This article is more about transferring active user accounts on a server to a workstation, however, the same principle applies to a backup of user accounts. Why do?
With the user accounts on our workstation we can change all of their real passwords to say, masterkey and working with them and testing real permission environments on tables, triggers, procedures and any other objects we have to GRANT. In addition, we can have the backup of the accounts, just in case of an accident and need to recover it again.
Another real scenario is when we are migrating from, for example, FirebirdSQL3 to FirebirdSQL4. Our following example will be based on this scenario.
BACKUP USER ACCOUNTS IN PRODUCTION
To run the backup of “security3.fdb” you need to be using the administrator account and open the terminal with it, then you can access the FirebirdSQL folder which is protected by administrative permissions and then run:
set path=%path%;"C:\Program Files\Firebird\Firebird_3_0" gbak -v -b -t -user sysdba "C:\Program Files\Firebird\Firebird_3_0\security3.fdb" c:\temp\security3.fbk
In the example above, we made the backup. If this is your goal, now just keep the file “c:\temp\security3.fbk” in a safe place. Note in the example above that we didn't use gbak's -password PRODUCT PASSWORD parameter, why not?
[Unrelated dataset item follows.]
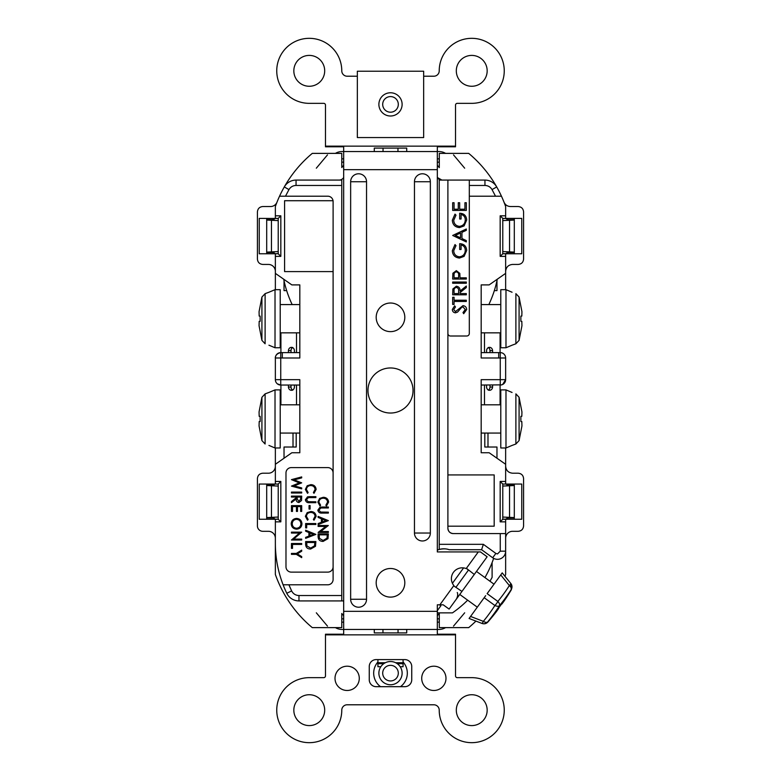 <?xml version="1.0" encoding="UTF-8"?>
<svg xmlns="http://www.w3.org/2000/svg" width="781" height="781" viewBox="0 0 781 781"><rect width="100%" height="100%" fill="white"/><g stroke="black" fill="none" stroke-linecap="round" stroke-linejoin="round"><path stroke-width="1.17" d="M378.883 673.144A11.617 11.617 0 0 1 390.5 661.527A11.617 11.617 0 0 1 402.117 673.144A11.617 11.617 0 0 1 390.5 684.761A11.617 11.617 0 0 1 378.883 673.144A11.617 11.617 0 0 0 390.5 684.761A11.617 11.617 0 0 0 400.184 666.73L403.074 666.73L403.074 663.674L397.236 663.674M390.5 665.344A7.8 7.8 0 0 1 397.256 677.039A7.8 7.8 0 0 1 383.744 677.039A7.8 7.8 0 0 1 390.5 665.344M378.883 104.39A11.617 11.617 0 0 1 390.5 92.773A11.617 11.617 0 0 1 402.117 104.39A11.617 11.617 0 0 1 390.5 116.008A11.617 11.617 0 0 1 378.883 104.39M390.5 96.59A7.8 7.8 0 0 1 397.256 108.295A7.8 7.8 0 0 1 383.744 108.295A7.8 7.8 0 0 1 390.5 96.59M385.023 304.112A14.302 14.302 0 0 1 404.685 319.185A14.302 14.302 0 0 1 381.792 328.674A14.302 14.302 0 0 1 385.023 304.112M385.023 569.583A14.302 14.302 0 0 1 404.685 584.666A14.302 14.302 0 0 1 381.792 594.156A14.302 14.302 0 0 1 385.023 569.583M383.764 663.674L377.926 663.674L377.926 666.73L380.816 666.73M403.074 663.674L403.074 662.737L395.674 662.737M377.926 663.674L377.926 662.737L385.326 662.737M403.074 659.594L403.074 662.737M377.926 662.737L377.926 659.594M423.663 71.227L357.337 71.227L357.337 137.554L423.663 137.554L423.663 71.227M437.321 550.166A16.255 16.255 0 0 1 438.483 549.707L439.225 549.463L439.225 180.079L447.894 180.079L447.894 528.268C448.226 531.48 450.002 533.247 453.205 533.579L505.639 533.579L505.639 521.854L500.172 521.854L500.172 481.447L505.639 481.447L505.639 464.285L489.16 452.755L481.184 452.755L481.184 379.664L505.639 379.664L505.639 357.991A5.379 5.379 0 0 0 500.26 352.612L481.184 352.612L481.184 357.991L481.184 284.899L489.16 284.899L505.639 273.37L505.639 256.373L500.172 256.373L500.172 215.8L505.639 215.8L505.639 206.535A122.07 122.07 0 0 0 501.461 196.207L469.313 196.207L469.313 333.428A2.568 2.568 0 0 1 466.745 336.006L450.461 336.006A2.568 2.568 0 0 1 447.894 333.428L447.923 333.838M447.904 528.639A5.311 5.311 0 0 0 448.265 530.221M448.353 530.416A5.311 5.311 0 0 0 449.456 532.027M449.622 532.183A5.311 5.311 0 0 0 452.726 533.56M505.639 289.673L505.639 273.37L497.272 279.217A108.91 108.91 0 0 1 488.838 304.58M447.894 180.079L484.952 180.079A13.521 13.521 0 0 1 496.716 186.942A122.07 122.07 0 0 1 501.461 196.207M441.909 180.079L437.321 177.492A5.379 5.379 0 0 0 438.112 178.507M441.441 180.06A5.379 5.379 0 0 1 439.976 179.718M439.937 179.698A5.379 5.379 0 0 1 438.278 178.664M284.03 457.783L284.655 457.783L284.03 457.783L284.03 447.025L296.194 447.025L296.194 433.074M275.361 447.982L275.361 481.447L280.828 481.447L280.828 521.854L275.361 521.854L275.361 543.264A115.139 115.139 0 0 0 283.113 584.793L327.795 584.793A5.311 5.311 0 0 0 333.106 579.482L333.106 201.518A5.311 5.311 0 0 0 327.795 196.207L279.539 196.207A122.07 122.07 0 0 1 284.284 186.942A13.521 13.521 0 0 1 296.048 180.079L341.775 180.079L341.775 185.458L296.048 185.458C292.943 185.556 290.581 186.932 288.96 189.588L284.284 186.942A122.07 122.07 0 0 1 312.283 153.379L341.775 153.379L341.775 167.524L343.679 165.25M293.012 447.025L293.012 433.074M484.806 433.074L484.806 447.025L496.97 447.025L496.97 457.783L496.345 457.783M487.988 433.074L487.988 447.025M505.639 464.285L505.639 447.982M299.816 284.899L291.84 284.899L299.816 284.899L299.816 357.991L280.74 357.991L280.74 385.043L299.094 385.043M279.862 196.207L279.539 196.207A122.07 122.07 0 0 0 275.361 206.535L275.361 215.8L280.828 215.8L280.828 256.373L275.361 256.373L275.361 273.37L291.84 284.899M275.361 464.285L291.84 452.755L299.816 452.755L299.816 379.664L275.361 379.664A5.379 5.379 0 0 0 280.74 385.043L277.333 383.822M333.106 566.811A5.311 5.311 0 0 1 327.795 572.122L291.293 572.122A5.311 5.311 0 0 1 285.983 566.811L285.983 472.915A5.311 5.311 0 0 1 291.293 467.604L327.795 467.604A5.311 5.311 0 0 1 333.106 472.915M437.321 162.155L439.303 162.223M343.679 162.155L341.775 162.165M469.313 196.207L469.313 185.458L484.952 185.458C488.057 185.566 490.419 186.942 492.04 189.588L496.716 186.942A122.07 122.07 0 0 0 468.717 153.379L439.303 153.379L439.303 167.622L437.321 165.25M439.225 162.165L439.225 158.846M343.679 177.492A5.379 5.379 0 0 1 339.091 180.079A5.379 5.379 0 0 0 343.679 177.492M469.264 333.946L469.313 333.428M449.954 335.947L450.461 336.006M439.225 549.463C443.305 548.604 446.625 548.682 449.153 549.707A16.255 16.255 0 0 0 439.225 549.463M504.975 576.3A122.07 122.07 0 0 0 505.639 574.465L505.639 551.171A8.152 8.152 0 0 1 492.694 557.761L481.604 549.707L449.153 549.707M439.459 604.816L440.835 605.822L437.321 610.664M343.679 618.855L341.775 618.835M437.321 618.855L439.303 618.777M439.225 618.835L439.225 622.164M437.321 615.75L439.303 613.388L439.303 627.621L468.717 627.621A122.07 122.07 0 0 0 475.932 621.1M275.361 543.264L275.361 574.465A122.07 122.07 0 0 0 312.283 627.621L341.775 627.621L341.775 613.485L343.679 615.75M341.775 185.458L341.775 600.921L343.679 600.921M341.775 600.921L298.967 600.921A13.521 13.521 0 0 1 286.783 593.267A115.139 115.139 0 0 1 283.113 584.793L288.902 584.793L291.625 590.934C293.197 593.863 295.648 595.405 298.967 595.542L341.775 595.542M492.098 562.613L492.108 577.384A115.139 115.139 0 0 1 489.96 581.23M437.321 549.707L438.483 549.707M481.184 385.043L501.656 384.857M502.622 384.496L505.639 379.664A5.379 5.379 0 0 1 500.26 385.043L500.26 357.991L481.184 357.991M500.172 481.447L502.779 484.054L502.779 519.248L500.172 521.854M505.639 481.447L505.639 484.054L502.779 484.054M505.639 256.373L505.639 253.688L502.779 253.688M503.999 202.162L503.999 202.152C505.258 204.934 507.406 206.389 510.452 206.535L518.213 206.535C521.474 206.858 523.27 208.644 523.582 211.915L523.582 259.067C523.26 262.328 521.474 264.115 518.213 264.437L512.57 264.437C508.363 264.847 506.049 267.161 505.639 271.378L505.639 253.776L502.779 253.776L502.779 218.397L500.172 215.8M505.639 215.8L505.639 218.397L521.767 218.397L521.767 253.776L505.639 253.776M506.937 253.776L506.937 252.507L514.308 252.488M514.308 219.695L506.937 219.666L506.937 218.397M514.308 218.397L514.308 253.776M500.172 256.373L502.779 253.776M502.779 218.485L505.639 218.485L502.779 218.397M505.639 538.236A6.931 6.931 0 0 1 512.57 531.305L518.213 531.305C521.474 530.982 523.26 529.186 523.582 525.925L523.582 478.587C523.26 475.326 521.474 473.53 518.213 473.208L512.57 473.208C508.382 472.778 506.068 470.465 505.639 466.277L505.639 484.054L521.767 484.054L521.767 519.248L502.779 519.248M514.308 485.167L506.937 485.147L506.937 484.054M506.937 519.248L506.937 517.979L514.308 517.959M505.639 521.854L505.639 519.16L502.779 519.16M505.639 519.16L506.937 518.682M514.308 517.588L502.779 517.051M514.308 519.248L514.308 484.054M469.313 180.079L469.313 185.458M280.828 215.8L278.221 218.397L275.361 218.397L275.361 206.535M278.221 218.397L278.221 253.776L259.233 253.776L259.233 218.397L278.221 218.485M274.063 218.397L274.063 219.666L266.692 219.695M266.692 252.488L274.063 252.507L274.063 253.776M275.361 271.368A6.931 6.931 0 0 0 268.43 264.437L262.787 264.437C259.526 264.115 257.74 262.328 257.418 259.067L257.418 211.915C257.74 208.654 259.526 206.858 262.787 206.535L270.548 206.535A6.931 6.931 0 0 0 277.001 202.162M266.692 253.776L266.692 218.397M278.221 253.688L275.361 253.688L275.361 271.378M505.639 533.579L505.639 551.171A8.152 8.152 0 0 1 492.694 557.761L495.857 553.417L483.351 544.328L439.225 544.328M481.604 549.707L483.351 544.328M299.816 352.612L280.74 352.612L280.74 357.991L275.361 357.991A5.379 5.379 0 0 1 280.74 352.612L279.725 352.709M278.387 353.158L277.07 354.057M280.74 352.612C274.111 354.066 275.439 359.26 275.361 357.991L275.361 379.664M280.74 385.043L299.816 385.043M280.828 256.373L278.221 253.776M275.361 481.447L275.361 484.054L278.221 484.054L278.221 519.248L259.233 519.248L259.233 484.054L275.361 484.054M275.361 466.286A6.931 6.931 0 0 1 268.43 473.208L262.787 473.208C259.526 473.53 257.74 475.326 257.418 478.587L257.418 525.925A5.379 5.379 0 0 0 262.787 531.305L268.43 531.305A6.931 6.931 0 0 1 275.361 538.226M266.692 517.959L274.063 517.979L274.063 519.248M274.063 484.054L274.063 485.147L266.692 485.167M266.692 519.248L266.692 484.054M280.828 481.447L278.221 484.054M280.828 521.854L278.221 519.248M275.361 521.854L275.361 519.16L278.221 519.16M328.616 502.076L326.478 505.961L325.862 505.248L327.571 502.085C327.219 499.606 325.775 498.317 323.227 498.21C320.649 498.317 319.204 499.625 318.902 502.134L320.61 505.248L319.995 505.961L317.847 502.095L319.644 498.424L323.295 497.292C326.448 497.429 328.225 499.02 328.616 502.076M322.172 507.035L328.352 507.035L328.352 507.953L320.854 507.992L318.902 510.1L320.63 512.063L328.352 512.16L328.352 513.078L322.172 513.078C319.771 513.312 318.326 512.336 317.847 510.149L320.015 507.201L322.172 507.035M328.352 520.615L318.111 524.549L318.111 523.553L321.401 522.333L321.401 518.769L318.111 517.422L318.111 516.407L328.352 520.615M325.95 520.644L322.446 519.199L322.446 521.942L325.95 520.644M318.111 526.414L318.111 525.496L328.352 525.496L320.688 531.539L328.352 531.539L328.352 532.457L318.111 532.457L325.765 526.414L318.111 526.414M318.111 536.752L318.111 533.921L328.352 533.921L327.981 538.656L323.109 541.409C319.946 541.36 318.287 539.808 318.111 536.752M319.165 534.839L319.429 538.373L323.109 540.491L327.014 538.168L327.307 534.839L319.165 534.839M316.139 489.423L314.001 493.299L313.386 492.596L315.085 489.423C314.743 486.944 313.298 485.655 310.75 485.557C308.173 485.665 306.728 486.973 306.425 489.482L308.134 492.596L307.519 493.299L305.371 489.433L307.167 485.762L310.818 484.64C313.972 484.767 315.739 486.368 316.139 489.423M309.696 496.667L315.875 496.667L315.875 497.585L308.378 497.624L306.425 499.723L308.153 501.695L315.875 501.783L315.875 502.7L309.696 502.7C307.294 502.944 305.849 501.968 305.371 499.772L307.538 496.833L309.696 496.667M309.051 505.541L310.096 505.541L310.096 509.085L309.051 509.085L309.051 505.541M316.139 516.309L314.001 520.195L313.386 519.482L315.085 516.309C314.743 513.83 313.298 512.541 310.75 512.443C308.173 512.551 306.728 513.859 306.425 516.368L308.134 519.482L307.519 520.195L305.371 516.319L307.167 512.648L310.818 511.526C313.972 511.653 315.739 513.254 316.139 516.309M305.635 523.553L315.875 523.553L315.875 524.471L306.689 524.471L306.689 527.888L305.635 527.888L305.635 523.553M315.875 534.399L305.635 538.334L305.635 537.338L308.915 536.117L308.915 532.554L305.635 531.207L305.635 530.192L315.875 534.399M313.474 534.419L309.969 532.984L309.969 535.727L313.474 534.419M305.635 544.386L305.635 541.565L315.875 541.565L315.504 546.3L310.623 549.043C307.47 549.004 305.81 547.452 305.635 544.386M306.689 542.483L306.943 546.007L310.633 548.125L314.538 545.812L314.831 542.483L306.689 542.483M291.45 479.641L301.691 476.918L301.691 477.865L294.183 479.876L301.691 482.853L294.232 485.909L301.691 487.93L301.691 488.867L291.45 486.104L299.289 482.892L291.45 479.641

It is not necessary because the access in this case is embedded.
RESTORING THE BACKUP OF USER ACCOUNTS
Either for any of the scenarios I mentioned at the beginning, to restore the database we will need the gbak of the desired version and obviously from the backup file:
set path=%path%;"C:\Program Files\Firebird\Firebird_3_0" cd "C:\Program Files\Firebird\Firebird_3_0" ren security3.fdb security3.fdb.ori gbak -v -r -user sysdba c:\temp\security3.fbk "C:\Program Files\Firebird\Firebird_3_0\security3.fdb"
Backup of user accounts has been restored!
IMPORTANT: If you are bringing production user accounts to the development environment you will need to change the SYSDBA password for security reasons, imagine the catastrophe that would be for you to enter the production base thinking you are entering the development base.
CHANGING SYSDBA PASSWORD
As of now, you have restored user accounts but want to change SYSDBA password, how to do? It's simple, first we'll need to connect to the security3.fdb base:
set path=%path%;"C:\Program Files\Firebird\Firebird_3_0" isql.exe -user SYSDBA "C:\Program Files\Firebird\Firebird_3_0\security3.fdb"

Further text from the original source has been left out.